What is printed must match, line for line, the records from their first line through the line containing "- Up to frame 3", with pictures left out.

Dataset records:
[Start of section]

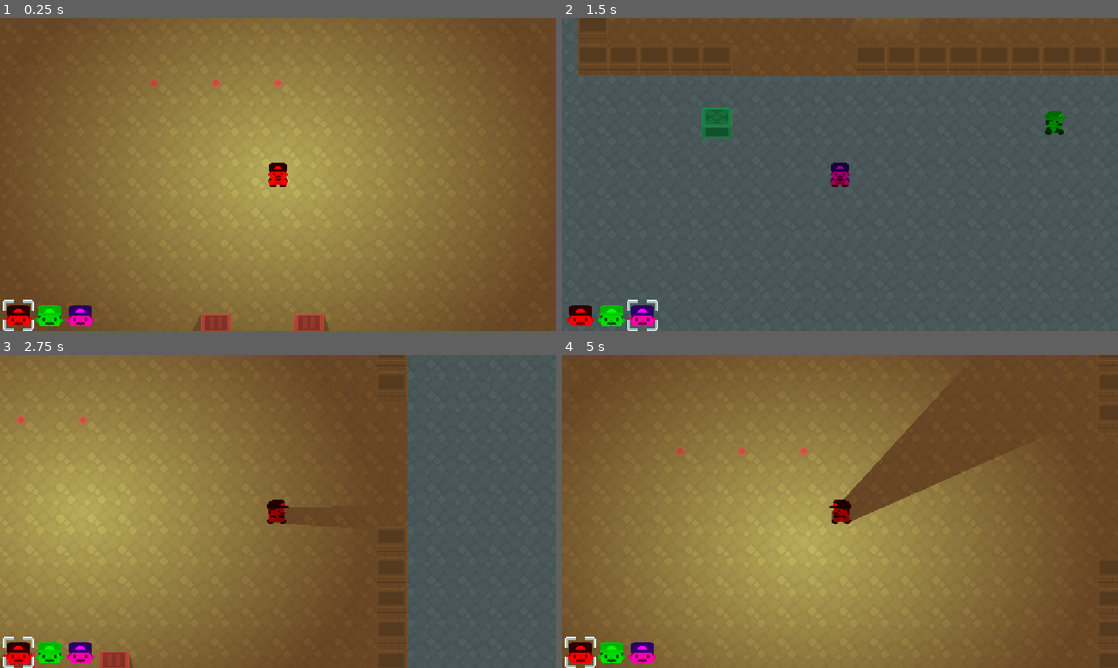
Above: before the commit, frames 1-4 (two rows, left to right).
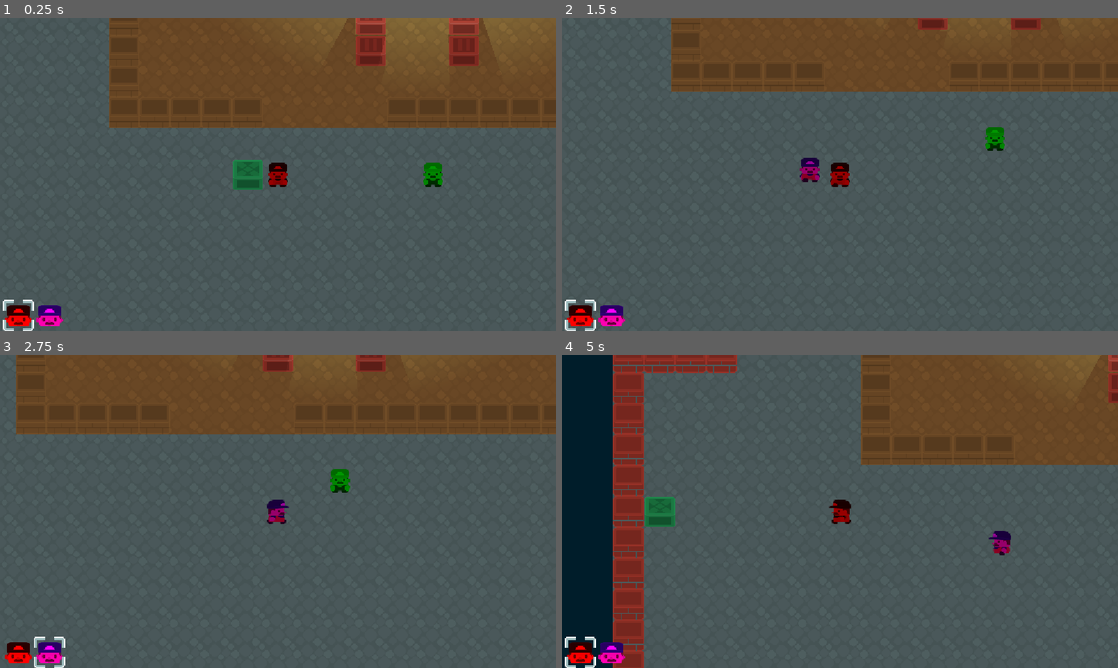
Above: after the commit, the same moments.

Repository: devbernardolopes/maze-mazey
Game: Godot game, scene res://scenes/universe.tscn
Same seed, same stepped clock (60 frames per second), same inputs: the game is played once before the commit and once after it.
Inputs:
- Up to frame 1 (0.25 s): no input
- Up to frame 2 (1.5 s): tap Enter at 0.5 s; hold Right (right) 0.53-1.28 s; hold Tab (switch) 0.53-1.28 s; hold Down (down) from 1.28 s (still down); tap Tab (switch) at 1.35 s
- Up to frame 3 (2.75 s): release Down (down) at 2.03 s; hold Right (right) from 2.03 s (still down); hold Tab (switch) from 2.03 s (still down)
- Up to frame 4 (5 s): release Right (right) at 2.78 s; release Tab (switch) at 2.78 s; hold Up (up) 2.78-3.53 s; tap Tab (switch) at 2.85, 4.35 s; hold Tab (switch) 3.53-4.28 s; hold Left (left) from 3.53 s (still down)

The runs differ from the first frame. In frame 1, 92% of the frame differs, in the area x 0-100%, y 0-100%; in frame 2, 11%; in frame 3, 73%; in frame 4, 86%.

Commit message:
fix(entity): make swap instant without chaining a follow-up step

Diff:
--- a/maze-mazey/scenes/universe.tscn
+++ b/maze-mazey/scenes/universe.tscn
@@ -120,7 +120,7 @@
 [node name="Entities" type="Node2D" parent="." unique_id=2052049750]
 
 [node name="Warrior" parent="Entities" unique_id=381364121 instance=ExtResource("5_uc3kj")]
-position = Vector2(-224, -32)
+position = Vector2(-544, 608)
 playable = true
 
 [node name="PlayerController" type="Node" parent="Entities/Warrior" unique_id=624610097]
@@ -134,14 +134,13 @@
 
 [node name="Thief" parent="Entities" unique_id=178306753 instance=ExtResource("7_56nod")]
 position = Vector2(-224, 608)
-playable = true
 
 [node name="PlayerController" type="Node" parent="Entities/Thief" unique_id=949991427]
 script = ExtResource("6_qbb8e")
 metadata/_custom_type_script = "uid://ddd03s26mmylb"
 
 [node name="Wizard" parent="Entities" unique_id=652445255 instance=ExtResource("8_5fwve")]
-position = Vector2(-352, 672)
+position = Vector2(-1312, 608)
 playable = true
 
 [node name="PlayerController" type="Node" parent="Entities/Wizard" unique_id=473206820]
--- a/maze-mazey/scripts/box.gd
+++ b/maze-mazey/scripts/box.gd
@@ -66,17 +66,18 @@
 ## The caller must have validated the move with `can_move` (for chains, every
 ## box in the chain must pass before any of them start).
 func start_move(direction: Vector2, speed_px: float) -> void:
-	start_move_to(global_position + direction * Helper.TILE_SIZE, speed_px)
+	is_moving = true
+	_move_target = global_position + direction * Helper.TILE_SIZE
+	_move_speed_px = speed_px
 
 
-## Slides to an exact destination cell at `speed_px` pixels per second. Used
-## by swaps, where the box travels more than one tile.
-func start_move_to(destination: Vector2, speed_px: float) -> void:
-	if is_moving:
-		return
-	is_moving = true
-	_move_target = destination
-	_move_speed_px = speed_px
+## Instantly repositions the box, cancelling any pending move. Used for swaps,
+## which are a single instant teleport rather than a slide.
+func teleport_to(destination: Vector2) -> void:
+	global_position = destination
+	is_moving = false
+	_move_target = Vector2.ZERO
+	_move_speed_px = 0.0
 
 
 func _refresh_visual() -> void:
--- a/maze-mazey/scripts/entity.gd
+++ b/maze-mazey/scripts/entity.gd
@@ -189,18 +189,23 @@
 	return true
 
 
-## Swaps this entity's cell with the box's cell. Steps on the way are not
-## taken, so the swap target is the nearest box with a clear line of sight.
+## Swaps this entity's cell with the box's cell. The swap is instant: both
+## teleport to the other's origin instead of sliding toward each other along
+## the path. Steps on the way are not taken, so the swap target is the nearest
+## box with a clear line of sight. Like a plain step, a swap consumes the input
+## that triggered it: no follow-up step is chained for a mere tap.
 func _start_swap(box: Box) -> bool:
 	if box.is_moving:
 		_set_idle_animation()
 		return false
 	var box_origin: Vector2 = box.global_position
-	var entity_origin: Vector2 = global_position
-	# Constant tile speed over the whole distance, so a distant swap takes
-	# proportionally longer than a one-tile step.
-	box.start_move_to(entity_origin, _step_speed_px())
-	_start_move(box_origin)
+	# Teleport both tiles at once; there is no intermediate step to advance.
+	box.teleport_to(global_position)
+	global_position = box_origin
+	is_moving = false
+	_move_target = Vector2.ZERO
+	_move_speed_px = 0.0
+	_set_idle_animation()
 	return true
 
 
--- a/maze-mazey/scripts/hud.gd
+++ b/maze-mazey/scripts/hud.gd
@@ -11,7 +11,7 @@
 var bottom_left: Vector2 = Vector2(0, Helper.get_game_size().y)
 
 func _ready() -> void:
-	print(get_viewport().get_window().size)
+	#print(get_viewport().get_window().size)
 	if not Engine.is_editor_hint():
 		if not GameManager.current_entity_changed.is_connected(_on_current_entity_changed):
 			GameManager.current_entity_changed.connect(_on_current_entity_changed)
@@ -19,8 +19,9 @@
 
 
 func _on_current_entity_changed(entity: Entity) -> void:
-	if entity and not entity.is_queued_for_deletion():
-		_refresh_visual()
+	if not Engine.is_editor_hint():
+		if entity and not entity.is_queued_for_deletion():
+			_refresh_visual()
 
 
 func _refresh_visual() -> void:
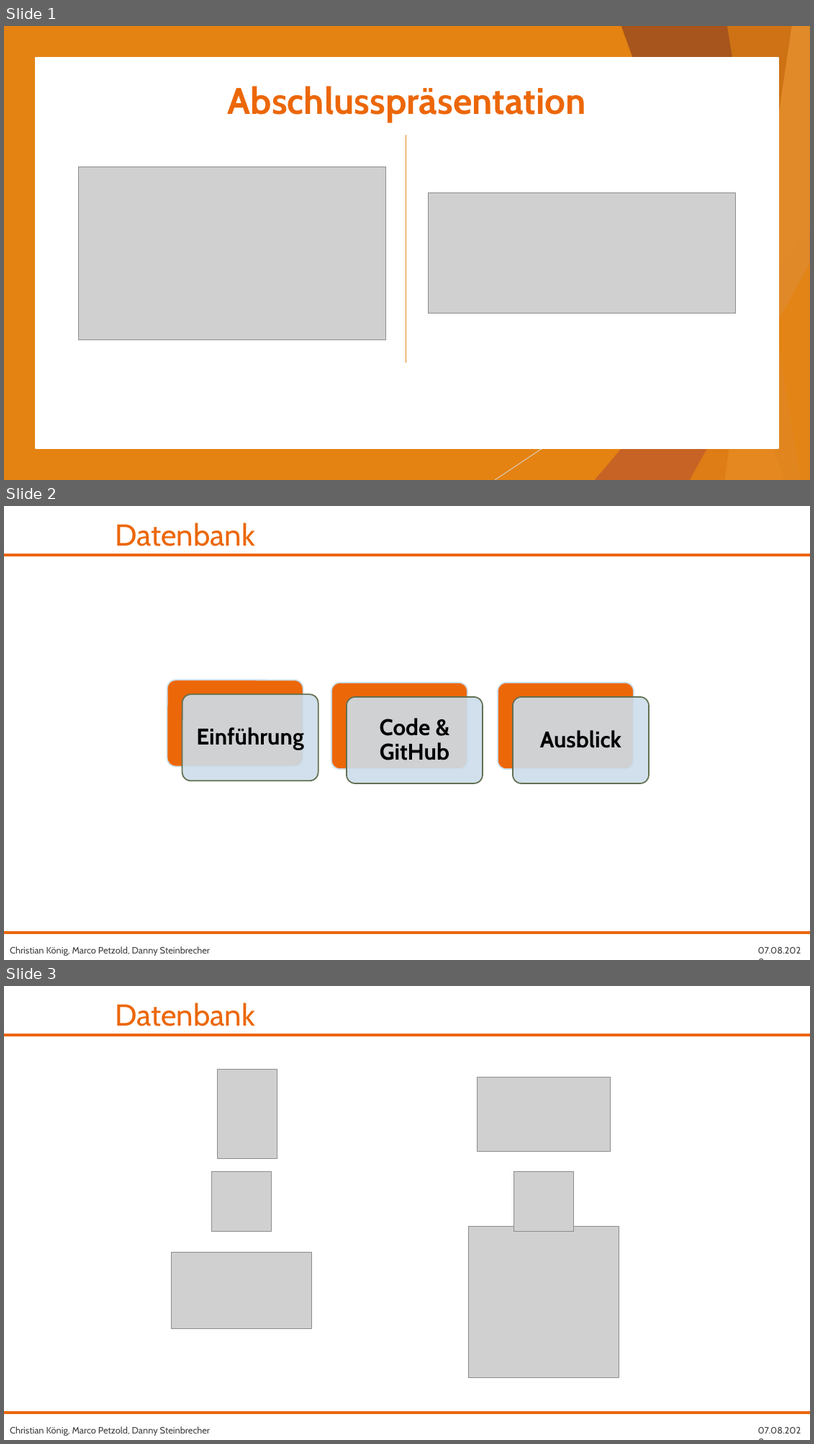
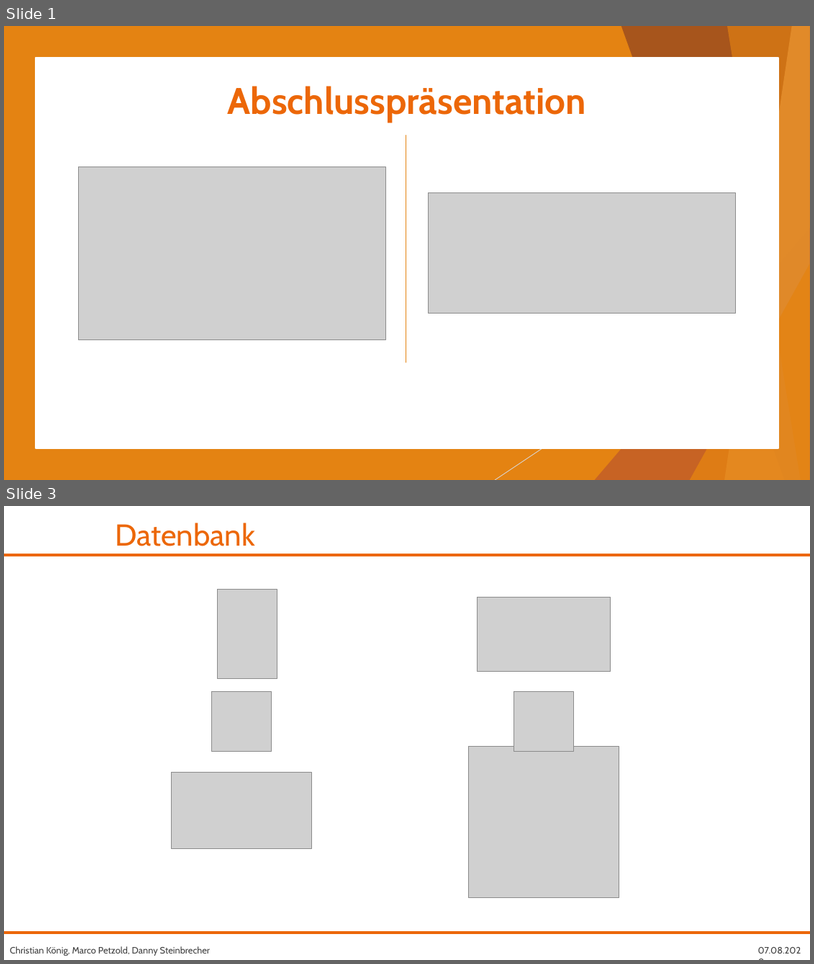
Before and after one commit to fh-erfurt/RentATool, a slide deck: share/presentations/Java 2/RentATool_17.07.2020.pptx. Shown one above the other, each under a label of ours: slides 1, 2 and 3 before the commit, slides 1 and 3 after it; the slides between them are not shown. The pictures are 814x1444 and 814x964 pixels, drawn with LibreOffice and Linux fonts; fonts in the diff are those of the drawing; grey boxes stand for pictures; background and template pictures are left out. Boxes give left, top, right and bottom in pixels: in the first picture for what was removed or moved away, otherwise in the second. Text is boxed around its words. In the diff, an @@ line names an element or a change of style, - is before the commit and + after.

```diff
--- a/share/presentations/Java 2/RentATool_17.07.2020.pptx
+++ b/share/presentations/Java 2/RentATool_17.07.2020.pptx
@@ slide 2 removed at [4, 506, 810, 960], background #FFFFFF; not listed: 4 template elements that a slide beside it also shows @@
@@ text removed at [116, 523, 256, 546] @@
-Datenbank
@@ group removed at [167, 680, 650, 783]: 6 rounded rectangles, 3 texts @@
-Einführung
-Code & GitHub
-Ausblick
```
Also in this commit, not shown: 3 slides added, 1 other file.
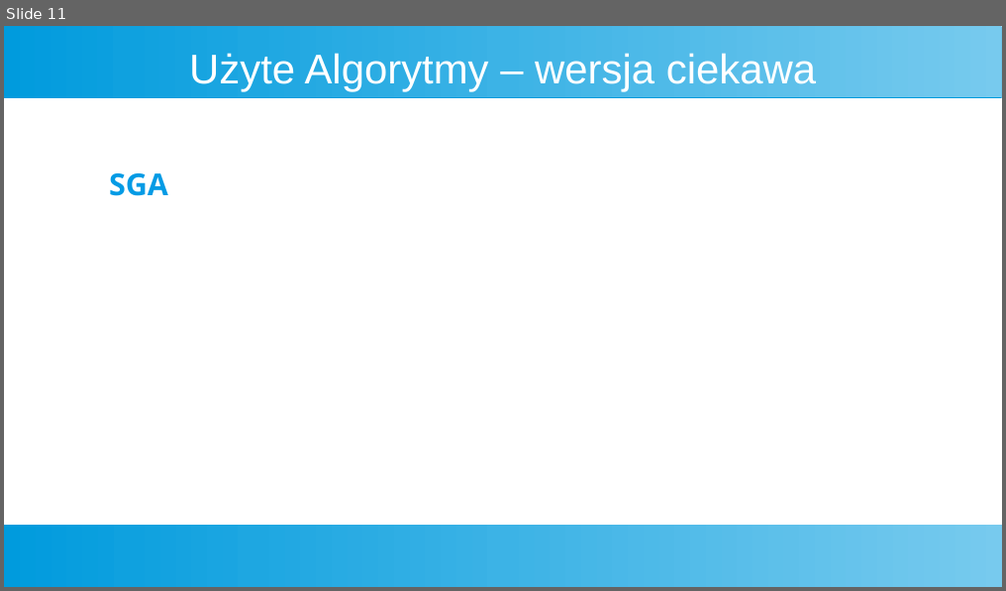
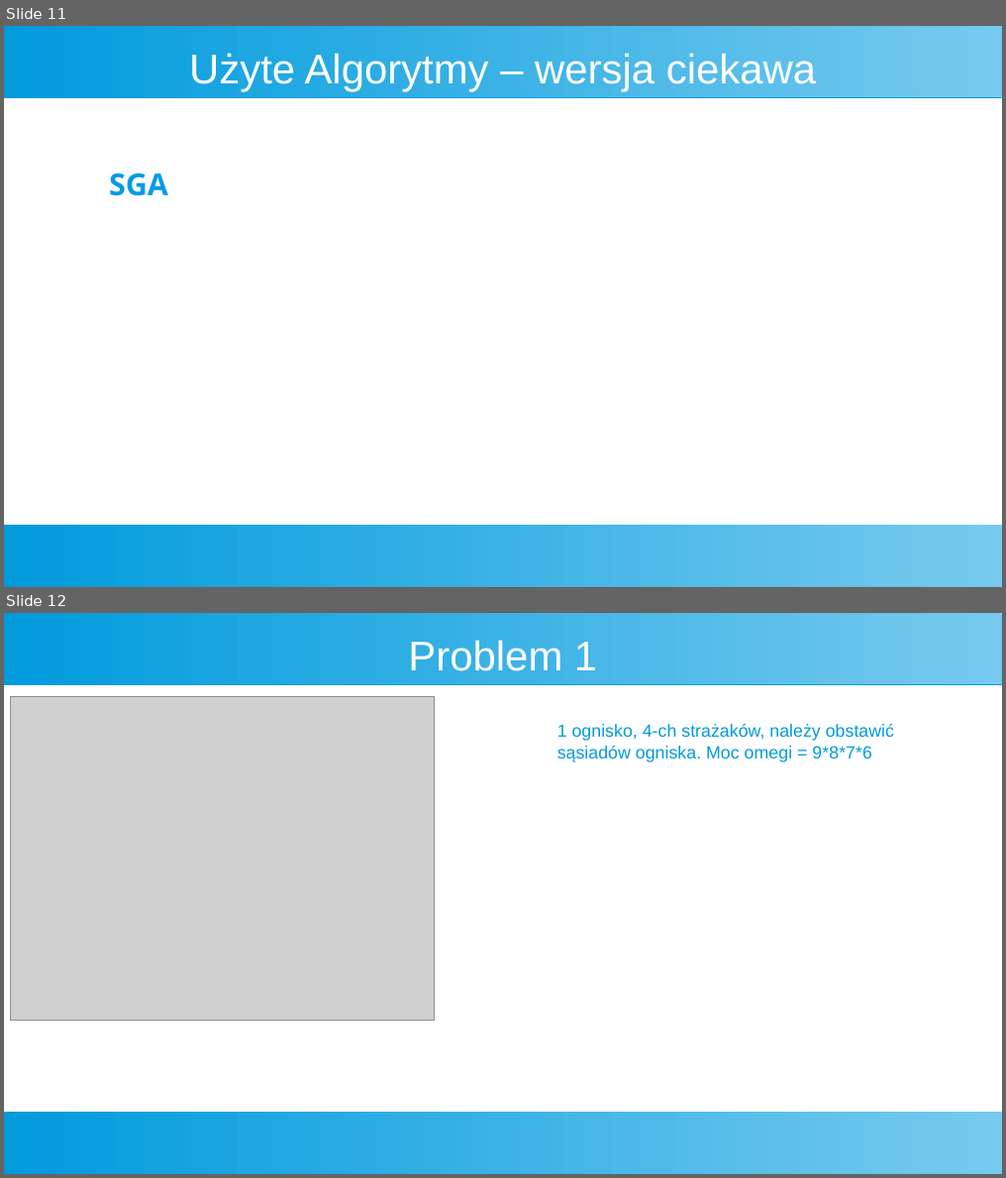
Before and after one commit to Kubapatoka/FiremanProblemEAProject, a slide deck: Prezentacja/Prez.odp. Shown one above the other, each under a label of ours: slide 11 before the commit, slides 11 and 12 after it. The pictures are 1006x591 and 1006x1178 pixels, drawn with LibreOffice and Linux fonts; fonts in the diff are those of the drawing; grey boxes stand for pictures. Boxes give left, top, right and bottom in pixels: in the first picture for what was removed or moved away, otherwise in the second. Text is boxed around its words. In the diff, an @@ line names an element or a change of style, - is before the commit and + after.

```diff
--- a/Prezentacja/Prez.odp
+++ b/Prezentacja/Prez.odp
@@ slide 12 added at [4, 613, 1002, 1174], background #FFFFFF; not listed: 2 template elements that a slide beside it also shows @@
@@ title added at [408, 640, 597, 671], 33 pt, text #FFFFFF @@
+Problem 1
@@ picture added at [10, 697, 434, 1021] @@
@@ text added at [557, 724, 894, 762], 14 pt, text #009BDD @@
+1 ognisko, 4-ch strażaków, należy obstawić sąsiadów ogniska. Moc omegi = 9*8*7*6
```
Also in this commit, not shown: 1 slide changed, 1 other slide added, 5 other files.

[End of section]

Answer.
Above: before the commit, frames 1-4 (two rows, left to right).
Above: after the commit, the same moments.

Repository: devbernardolopes/maze-mazey
Game: Godot game, scene res://scenes/universe.tscn
Same seed, same stepped clock (60 frames per second), same inputs: the game is played once before the commit and once after it.
Inputs:
- Up to frame 1 (0.25 s): no input
- Up to frame 2 (1.5 s): tap Enter at 0.5 s; hold Right (right) 0.53-1.28 s; hold Tab (switch) 0.53-1.28 s; hold Down (down) from 1.28 s (still down); tap Tab (switch) at 1.35 s
- Up to frame 3 (2.75 s): release Down (down) at 2.03 s; hold Right (right) from 2.03 s (still down); hold Tab (switch) from 2.03 s (still down)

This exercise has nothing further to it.